Railway station in South Australia, Australia

Goolwa railway station is a preserved railway station located in the river port of Goolwa, on the broad gauge Victor Harbor line, formerly operated by South Australian Railways and its successor, Australian National.

==History==
Goolwa railway station opened in 1854 as a one terminus of a line linking the River Murray to the sea at Port Elliot. That railway was soon extended from Port Elliot to Victor Harbor and from Goolwa to Strathalbyn in 1869 and the connection from Adelaide reached that town in 1884 completing the full line.

The station was built on the Wharf precinct, alongside the River Murray. The original section of track from Goolwa to Port Elliot was Australia's the first public railway.

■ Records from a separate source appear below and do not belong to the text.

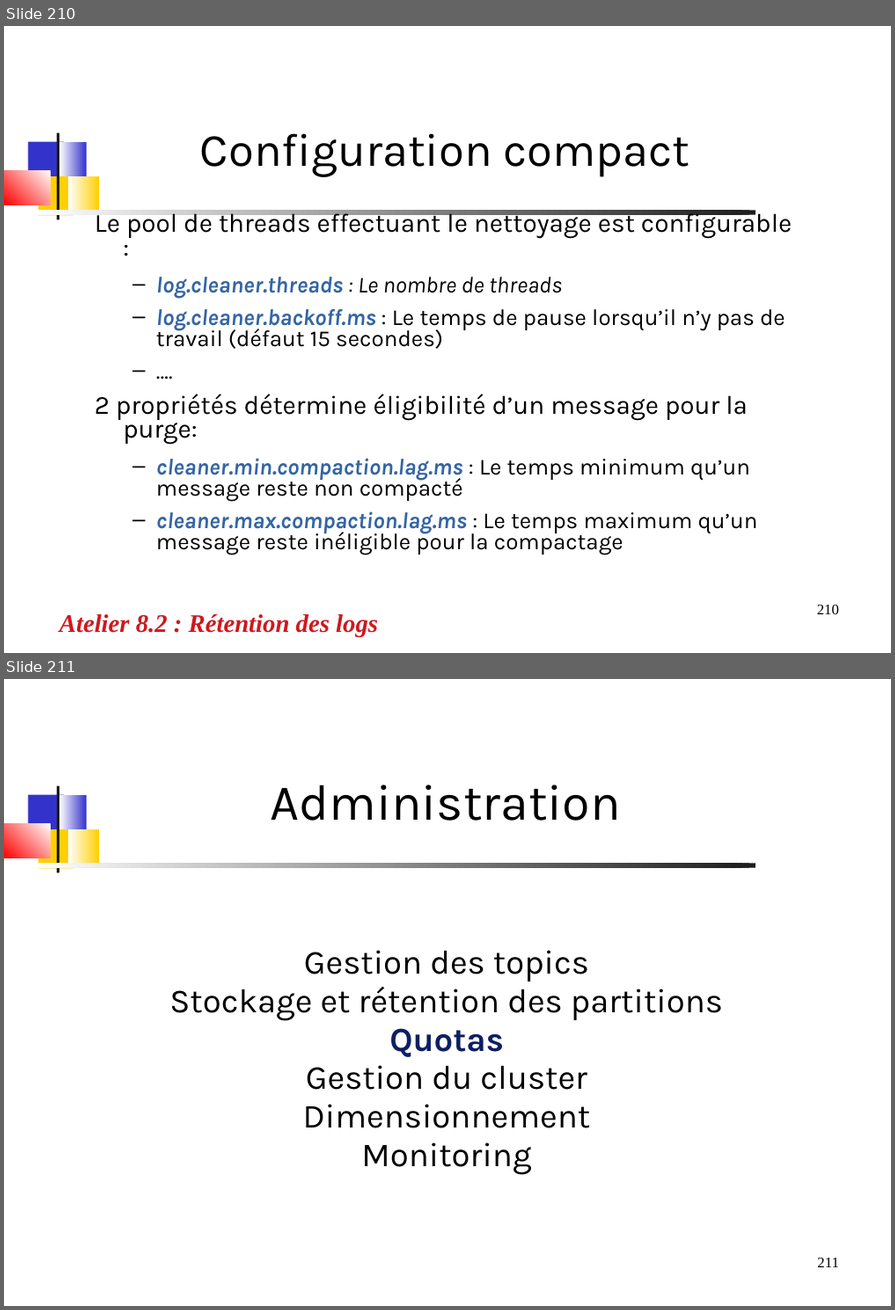
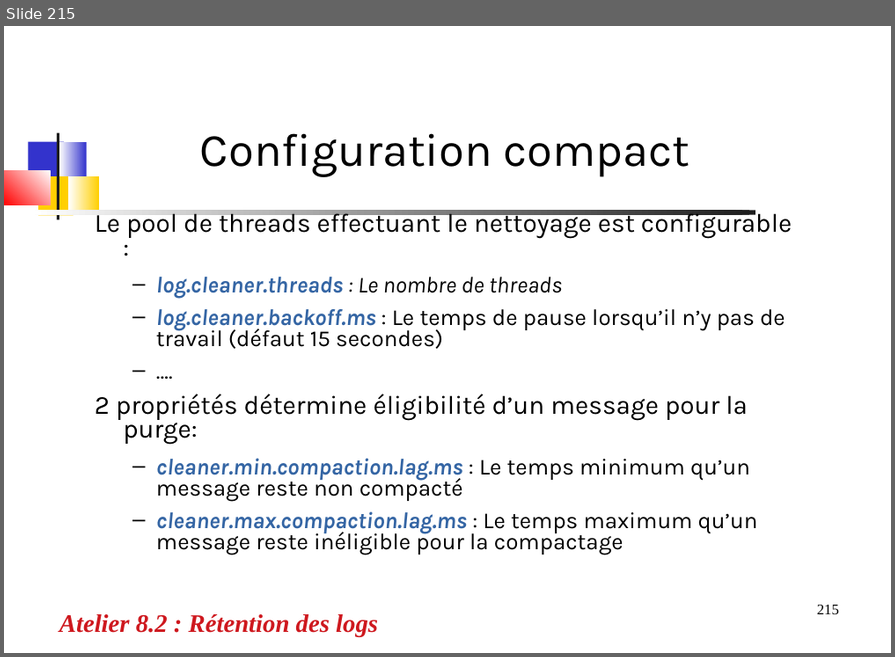
Before and after one commit to dthibau/kafka, a slide deck: KafkaAdmin.odp. Shown one above the other, each under a label of ours: slides 210 and 211 before the commit, slide 215 after it. The pictures are 895x1310 and 895x657 pixels, drawn with LibreOffice and Linux fonts; fonts in the diff are those of the drawing. Boxes give left, top, right and bottom in pixels: in the first picture for what was removed or moved away, otherwise in the second. Text is boxed around its words. In the diff, an @@ line names an element or a change of style, - is before the commit and + after.

```diff
--- a/KafkaAdmin.odp
+++ b/KafkaAdmin.odp
@@ slide 211 removed at (4, 679, 891, 1306), background #FFFFFF; not listed: 8 template elements that a slide beside it also shows @@
@@ title removed at (270, 785, 620, 821) @@
-Administration
@@ subtitle removed at (169, 950, 723, 1175) @@
-Gestion des topics
-Stockage et rétention des partitions
-Quotas
-Gestion du cluster
-Dimensionnement
-Monitoring
@@ what was slide 210 is now slide 215 @@
@@ page number at (817, 605, 839, 615): text changed @@
-210
+215
```
Also in this commit, not shown: 4 slides changed, 1 slide added, 15 other files.

Regular Australian National passenger services ended in 1984 and the station was leased out to community groups for social and community gatherings.

==Present-day use==
In 1989, a not-for-profit railway preservation organisation, SteamRanger, was established by the Australian Railway Historical Society to operate its heritage train tours from Adelaide to Victor Harbor through the station.

Six years later, as part of the One Nation infrastructure program, the main line between Adelaide and Melbourne was converted to standard gauge, leaving Steamranger's depot at Dry Creek in metropolitan Adelaide isolated.

In a major project, all of SteamRanger's locomotives, rolling stock and infrastructure were moved to Mount Barker station and volunteers took full responsibility for maintaining the track from Mount Barker Junction to Victor Harbor.